The Population Bomb

The Population Bomb by Paul Erhlich is a book that should be read by more Environmentalists today. The books thesis is straightforward, from the prologue:

“The battle to feed humanity is over. In the 1970s and 1980s hundreds of millions of people will starve to death in spite of any crash programmes embarked upon now”

Given such a strong position it might be thought that the author of such predictions that have been shown over the course of 40 years to be outright incorrect might cause the author to reflect and look at why the predictions were wrong and if trends could have been detected at the time that were contrary to what Ehrlich was saying. Instead Ehrlich says:

“When I wrote The Population Bomb in 1968, there were 3.5 billion people. Since then we’ve added another 2.8 billion — many more than the total population (2 billion) when I was born in 1932. If that’s not a population explosion, what is? My basic claims (and those of the many scientific colleagues who reviewed my work) were that population growth was a major problem. Fifty-eight academies of science said that same thing in 1994, as did the world scientists’ warning to humanity in the same year.”

But Ehrlich is being either disingenuous or self-deceptive. The claim that the population was increasing was not an issue, anyone who looked at the demographics of the world would have stated that such a rise was probable.  The claim that there would be mass starvation in the 1970s and 1980s across most of the world was controversial. It is that claim that is categorically wrong.

The book is divided into 6 parts:

  1. The Problem, where Malthusian collapse is presented
  2. The Ends of the Road where Ehrlich presents 3 different scenarios
  3. What is being Done where family planning and aid revision are considered
  4. What needs to be done, where Ehrlich’s advice is presented
  5. What can I do, where Ehrlich advises people what to do
  6. What if I’m Wrong : Where Ehrlich present’s a Pascal’s wager type argument about the possibility of him being wrong.

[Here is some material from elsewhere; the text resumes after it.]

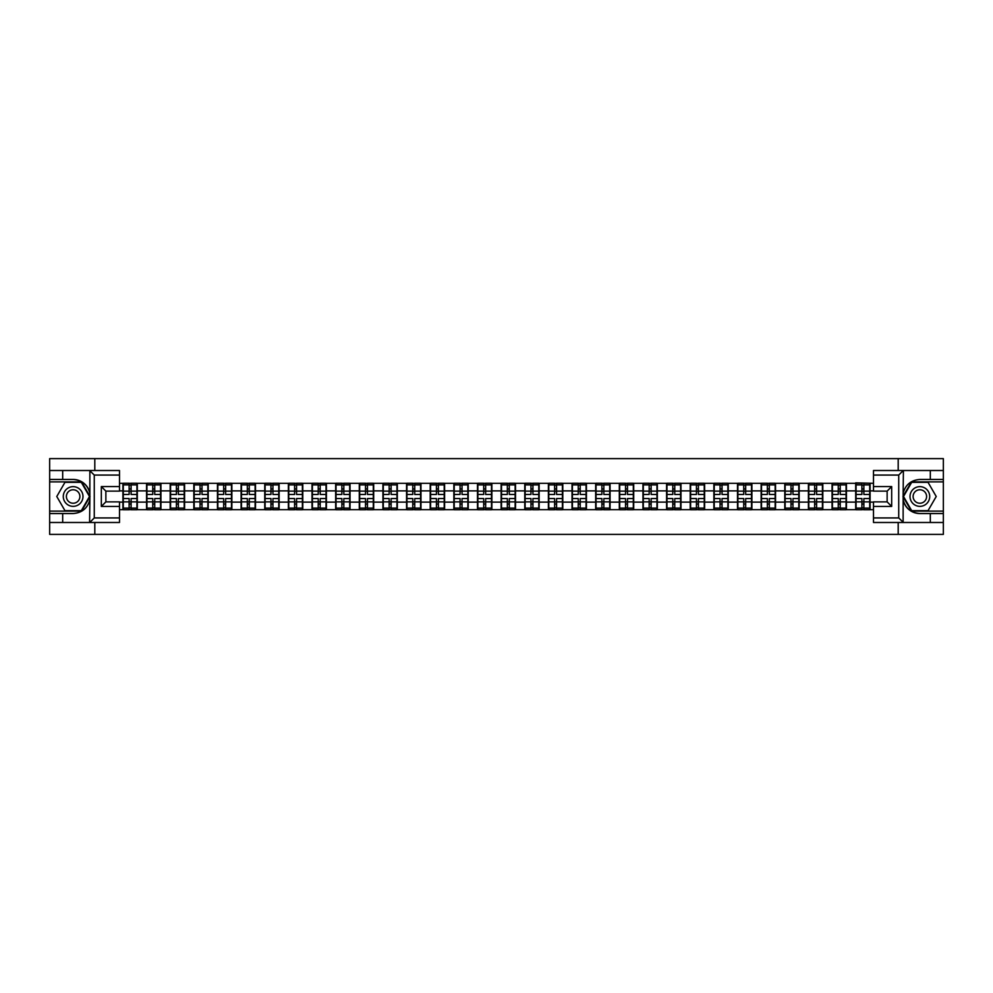 <?xml version="1.0" encoding="UTF-8"?>
<svg xmlns="http://www.w3.org/2000/svg" width="993" height="993" viewBox="0 0 993 993"><rect width="100%" height="100%" fill="white"/><g stroke="black" fill="none" stroke-linecap="round" stroke-linejoin="round"><path stroke-width="1.49" d="M119.508 475.064L94.273 475.064L89.593 470.508L119.508 470.508L119.508 491.125L105.866 491.125L105.866 501.875L119.508 501.875L119.508 522.492L89.593 522.492L89.867 499.802C87.508 508.304 81.935 512.885 73.134 513.542L49.65 513.542L49.65 534.383L943.35 534.383L943.35 481.878L911.425 481.878L902.985 496.5L911.425 511.122L943.35 511.122M873.492 517.936L898.727 517.936L903.407 522.492L873.492 522.492L873.492 501.875L887.134 501.875L887.134 491.125L873.492 491.125L873.492 470.508L903.407 470.508L903.134 493.198C905.492 484.696 911.065 480.115 919.866 479.458L943.35 479.458L943.35 458.617L898.193 458.617L898.193 470.508M898.193 522.492L898.193 534.383M898.193 458.617L49.65 458.617L49.65 511.122L81.575 511.122L90.015 496.5L81.575 481.878L49.65 481.878M94.807 534.383L94.807 522.492M94.807 470.508L94.807 458.617M873.492 483.318L855.693 482.859L855.693 490.89L846.446 490.89L846.446 502.11L855.693 502.11L855.693 490.89M873.492 509.682L119.508 509.682M119.508 483.318L122.909 483.318L122.909 490.89L119.508 490.89M855.693 483.318L122.909 483.318M855.693 502.11L855.693 509.682M846.446 502.11L846.446 509.682M846.446 483.318L846.446 490.89M822.812 502.11L832.06 502.11L832.06 490.89L822.812 490.89L822.812 509.682M832.06 502.11L832.06 509.682M832.06 483.318L832.06 490.89M822.812 483.318L822.812 490.89M799.179 502.11L808.414 502.11L808.414 490.89L799.179 490.89L799.179 509.682M808.414 502.11L808.414 509.682M808.414 483.318L808.414 490.89M799.179 483.318L799.179 490.89M775.533 502.11L784.78 502.11L784.78 490.89L775.533 490.89L775.533 509.682M784.78 502.11L784.78 509.682M784.78 483.318L784.78 490.89M775.533 483.318L775.533 490.89M751.9 502.11L761.135 502.11L761.135 490.89L751.9 490.89L751.9 509.682M761.135 502.11L761.135 509.682M761.135 483.318L761.135 490.89M751.9 483.318L751.9 490.89M728.254 502.11L737.501 502.11L737.501 490.89L728.254 490.89L728.254 509.682M737.501 502.11L737.501 509.682M737.501 483.318L737.501 490.89M728.254 483.318L728.254 490.89M704.62 502.11L713.868 502.11L713.868 490.89L704.62 490.89L704.62 509.682M713.868 502.11L713.868 509.682M713.868 483.318L713.868 490.89M704.62 483.318L704.62 490.89M680.987 502.11L690.222 502.11L690.222 490.89L680.987 490.89L680.987 509.682M690.222 502.11L690.222 509.682M690.222 483.318L690.222 490.89M680.987 483.318L680.987 490.89M657.341 502.11L666.588 502.11L666.588 490.89L657.341 490.89L657.341 509.682M666.588 502.11L666.588 509.682M666.588 483.318L666.588 490.89M657.341 483.318L657.341 490.89M633.708 502.11L642.955 502.11L642.955 490.89L633.708 490.89L633.708 509.682M642.955 502.11L642.955 509.682M642.955 483.318L642.955 490.89M633.708 483.318L633.708 490.89M610.074 502.11L619.309 502.11L619.309 490.89L610.074 490.89L610.074 509.682M619.309 502.11L619.309 509.682M619.309 483.318L619.309 490.89M610.074 483.318L610.074 490.89M586.429 502.11L595.676 502.11L595.676 490.89L586.429 490.89L586.429 509.682M595.676 502.11L595.676 509.682M595.676 483.318L595.676 490.89M586.429 483.318L586.429 490.89M562.795 502.11L572.03 502.11L572.03 490.89L562.795 490.89L562.795 509.682M572.03 502.11L572.03 509.682M572.03 483.318L572.03 490.89M562.795 483.318L562.795 490.89M539.149 502.11L548.397 502.11L548.397 490.89L539.149 490.89L539.149 509.682M548.397 502.11L548.397 509.682M548.397 483.318L548.397 490.89M539.149 483.318L539.149 490.89M515.516 502.11L524.763 502.11L524.763 490.89L515.516 490.89L515.516 509.682M524.763 502.11L524.763 509.682M524.763 483.318L524.763 490.89M515.516 483.318L515.516 490.89M491.883 502.11L501.117 502.11L501.117 490.89L491.883 490.89L491.883 509.682M501.117 502.11L501.117 509.682M501.117 483.318L501.117 490.89M491.883 483.318L491.883 490.89M468.237 502.11L477.484 502.11L477.484 490.89L468.237 490.89L468.237 509.682M477.484 502.11L477.484 509.682M477.484 483.318L477.484 490.89M468.237 483.318L468.237 490.89M444.603 502.11L453.851 502.11L453.851 490.89L444.603 490.89L444.603 509.682M453.851 502.11L453.851 509.682M453.851 483.318L453.851 490.89M444.603 483.318L444.603 490.89M420.97 502.11L430.205 502.11L430.205 490.89L420.97 490.89L420.97 509.682M430.205 502.11L430.205 509.682M430.205 483.318L430.205 490.89M420.97 483.318L420.97 490.89M397.324 502.11L406.571 502.11L406.571 490.89L397.324 490.89L397.324 509.682M406.571 502.11L406.571 509.682M406.571 483.318L406.571 490.89M397.324 483.318L397.324 490.89M373.691 502.11L382.926 502.11L382.926 490.89L373.691 490.89L373.691 509.682M382.926 502.11L382.926 509.682M382.926 483.318L382.926 490.89M373.691 483.318L373.691 490.89M350.045 502.11L359.292 502.11L359.292 490.89L350.045 490.89L350.045 509.682M359.292 502.11L359.292 509.682M359.292 483.318L359.292 490.89M350.045 483.318L350.045 490.89M326.412 502.11L335.659 502.11L335.659 490.89L326.412 490.89L326.412 509.682M335.659 502.11L335.659 509.682M335.659 483.318L335.659 490.89M326.412 483.318L326.412 490.89M302.778 502.11L312.013 502.11L312.013 490.89L302.778 490.89L302.778 509.682M312.013 502.11L312.013 509.682M312.013 483.318L312.013 490.89M302.778 483.318L302.778 490.89M279.132 502.11L288.38 502.11L288.38 490.89L279.132 490.89L279.132 509.682M288.38 502.11L288.38 509.682M288.38 483.318L288.38 490.89M279.132 483.318L279.132 490.89M255.499 502.11L264.746 502.11L264.746 490.89L255.499 490.89L255.499 509.682M264.746 502.11L264.746 509.682M264.746 483.318L264.746 490.89M255.499 483.318L255.499 490.89M231.865 502.11L241.1 502.11L241.1 490.89L231.865 490.89L231.865 509.682M241.1 502.11L241.1 509.682M241.1 483.318L241.1 490.89M231.865 483.318L231.865 490.89M208.22 502.11L217.467 502.11L217.467 490.89L208.22 490.89L208.22 509.682M217.467 502.11L217.467 509.682M217.467 483.318L217.467 490.89M208.22 483.318L208.22 490.89M184.586 502.11L193.821 502.11L193.821 490.89L184.586 490.89L184.586 509.682M193.821 502.11L193.821 509.682M193.821 483.318L193.821 490.89M184.586 483.318L184.586 490.89M160.94 502.11L170.188 502.11L170.188 490.89L160.94 490.89L160.94 509.682M170.188 502.11L170.188 509.682M170.188 483.318L170.188 490.89M160.94 483.318L160.94 490.89M137.307 502.11L146.554 502.11L146.554 490.89L137.307 490.89L137.307 509.682M146.554 502.11L146.554 509.682M146.554 483.318L146.554 490.89M137.307 483.318L137.307 490.89M119.508 502.11L122.909 502.11L122.909 490.89M122.909 502.11L122.909 509.682M873.492 490.89L870.091 490.89L870.091 502.11L873.492 502.11M870.091 502.11L870.091 509.682M870.091 483.318L870.091 490.89M136.935 498.548L136.935 509.757L131.101 509.757L131.101 498.548L136.935 498.548L136.935 483.243L131.101 483.243L131.101 484.907L136.935 484.907M123.293 491.125L129.127 491.125L129.127 483.243L123.293 483.243L123.293 498.548L129.127 498.548L129.127 509.757L123.293 509.757L123.293 508.093L129.127 508.093M129.127 488.941L131.101 488.941M131.101 485.13L129.127 485.13M129.127 491.138L131.101 491.138M129.127 491.125L129.127 494.452L123.293 494.452M123.293 484.907L129.127 484.907M129.127 501.862L131.101 501.862M129.127 507.87L131.101 507.87M129.127 504.059L131.101 504.059M123.293 498.548L123.293 508.093M131.101 508.093L136.935 508.093M131.101 484.907L131.101 494.452L136.935 494.452M160.568 498.548L160.568 509.757L154.734 509.757L154.734 498.548L160.568 498.548L160.568 483.243L154.734 483.243L154.734 484.907L160.568 484.907M146.927 491.125L152.761 491.125L152.761 483.243L146.927 483.243L146.927 498.548L152.761 498.548L152.761 509.757L146.927 509.757L146.927 508.093L152.761 508.093M152.761 488.941L154.734 488.941M154.734 485.13L152.761 485.13M152.761 491.138L154.734 491.138M152.761 491.125L152.761 494.452L146.927 494.452M146.927 484.907L152.761 484.907M152.761 501.862L154.734 501.862M152.761 507.87L154.734 507.87M152.761 504.059L154.734 504.059M146.927 498.548L146.927 508.093M154.734 508.093L160.568 508.093M154.734 484.907L154.734 494.452L160.568 494.452M184.202 498.548L184.202 509.757L178.368 509.757L178.368 498.548L184.202 498.548L184.202 483.243L178.368 483.243L178.368 484.907L184.202 484.907M170.573 491.125L176.406 491.125L176.406 483.243L170.573 483.243L170.573 498.548L176.406 498.548L176.406 509.757L170.573 509.757L170.573 508.093L176.406 508.093M176.406 488.941L178.368 488.941M178.368 485.13L176.406 485.13M176.406 491.138L178.368 491.138M176.406 491.125L176.406 494.452L170.573 494.452M170.573 484.907L176.406 484.907M176.406 501.862L178.368 501.862M176.406 507.87L178.368 507.87M176.406 504.059L178.368 504.059M170.573 498.548L170.573 508.093M178.368 508.093L184.202 508.093M178.368 484.907L178.368 494.452L184.202 494.452M207.847 498.548L207.847 509.757L202.013 509.757L202.013 498.548L207.847 498.548L207.847 483.243L202.013 483.243L202.013 484.907L207.847 484.907M194.206 491.125L200.04 491.125L200.04 483.243L194.206 483.243L194.206 498.548L200.04 498.548L200.04 509.757L194.206 509.757L194.206 508.093L200.04 508.093M200.04 488.941L202.013 488.941M202.013 485.13L200.04 485.13M200.04 491.138L202.013 491.138M200.04 491.125L200.04 494.452L194.206 494.452M194.206 484.907L200.04 484.907M200.04 501.862L202.013 501.862M200.04 507.87L202.013 507.87M200.04 504.059L202.013 504.059M194.206 498.548L194.206 508.093M202.013 508.093L207.847 508.093M202.013 484.907L202.013 494.452L207.847 494.452M231.481 498.548L231.481 509.757L225.647 509.757L225.647 498.548L231.481 498.548L231.481 483.243L225.647 483.243L225.647 484.907L231.481 484.907M217.839 491.125L223.673 491.125L223.673 483.243L217.839 483.243L217.839 498.548L223.673 498.548L223.673 509.757L217.839 509.757L217.839 508.093L223.673 508.093M223.673 488.941L225.647 488.941M225.647 485.13L223.673 485.13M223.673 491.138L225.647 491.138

In the first section Ehrlich presents his view of the problem with the usual view of a Malthusian collapse. He presents how exponential growth works. He describes how crop yields are allegedly decreasing. It is interesting that he does not present trends or graphs to indicate how crop yields have changed. Perhaps the data was not available, but some surely was. The UN FAO (Food and Agricultural Organisation) data is now available. The data for population increase did look different. Population growth shot up in the 1950s. But again, part of this would surely be a response to WWII. It’s a pity that the trend is not presented more fully.

In the second second Ehrlich presents 3 different scenarios, starvation, nuclear holocaust and a pandemic disease. Of these, two are reasonable. Nuclear holocaust hang over the heads of the world during the cold war. There really were plans for mass nuclear weapons exchanges. It wasn’t and indeed isn’t unreasonable to worry a huge amount about nuclear weapons. The possibility of a pandemic is also still relevant and quite real. However, it should be contrasted with the decrease in the number of people who are dying of infectious diseases and methods for their prevention that were extant at the time. The CDC was formed in 1946. The final scenario, that of mass starvation is the one most related to Ehrlich’s thesis in the book. That it has been shown to be completely wrong is significant.

Ehrlich goes on in the 3rd chapter to describe what is being done by then current US aid programs. He criticizes the way the US government handles pesticides and environmental agencies. He describes companies attempting to present themselves as Green as eco-pornography. It is interesting to see how the the term has become green washing.

In the section on what needs to be done Ehrlich describes how a new powerful government agency needs to be set up to regulate all the things required to stave of eco-catastrophe. The EPA as seen as too weak and presumably not following Ehrlich’s recommendations enough.

In the fifth section Ehrlich tells people what they should do to help avoid the arrival of the catastrophes that he has for seen.

In the final section Ehrlich presents the possibility of him being wrong as something like Pascal’s wager, suggesting that if his recommendations are taken seriously and followed it won’t do any serious harm. Here he is quite wrong. We live in a vastly richer world with billions more people in it living better than ever.

The book is an interesting read. It shows how old the environmental movement is and how the movement has been making predictions that have shown to be wrong and yet has become stronger. The Green movement does have similarities to a doomsday cult. The Green movement also presents it’s enemies in the same way today as it did in the past. It describes those it dislikes as selfish and not caring for the planet or the future. Those who regard the Green movement as a problem need to be aware of this and to make sure they point out that they also care about the environment and look at science, but they have substantial evidence that suggests that things have been and are continuing to get better rather than worse.

Ehrlich’s book is well worth reading. It’s worth looking at how the claims of environmentalists have held up in the past. It gives a perspective to the current claims of doom. It’s also worth reading to see what mistakes people have made. It is also worth reading to see that despite the failure of these predictions that the Green movement has strengthened in the last 40 years. Strong belief and strong calls to action are powerful tools for motivation.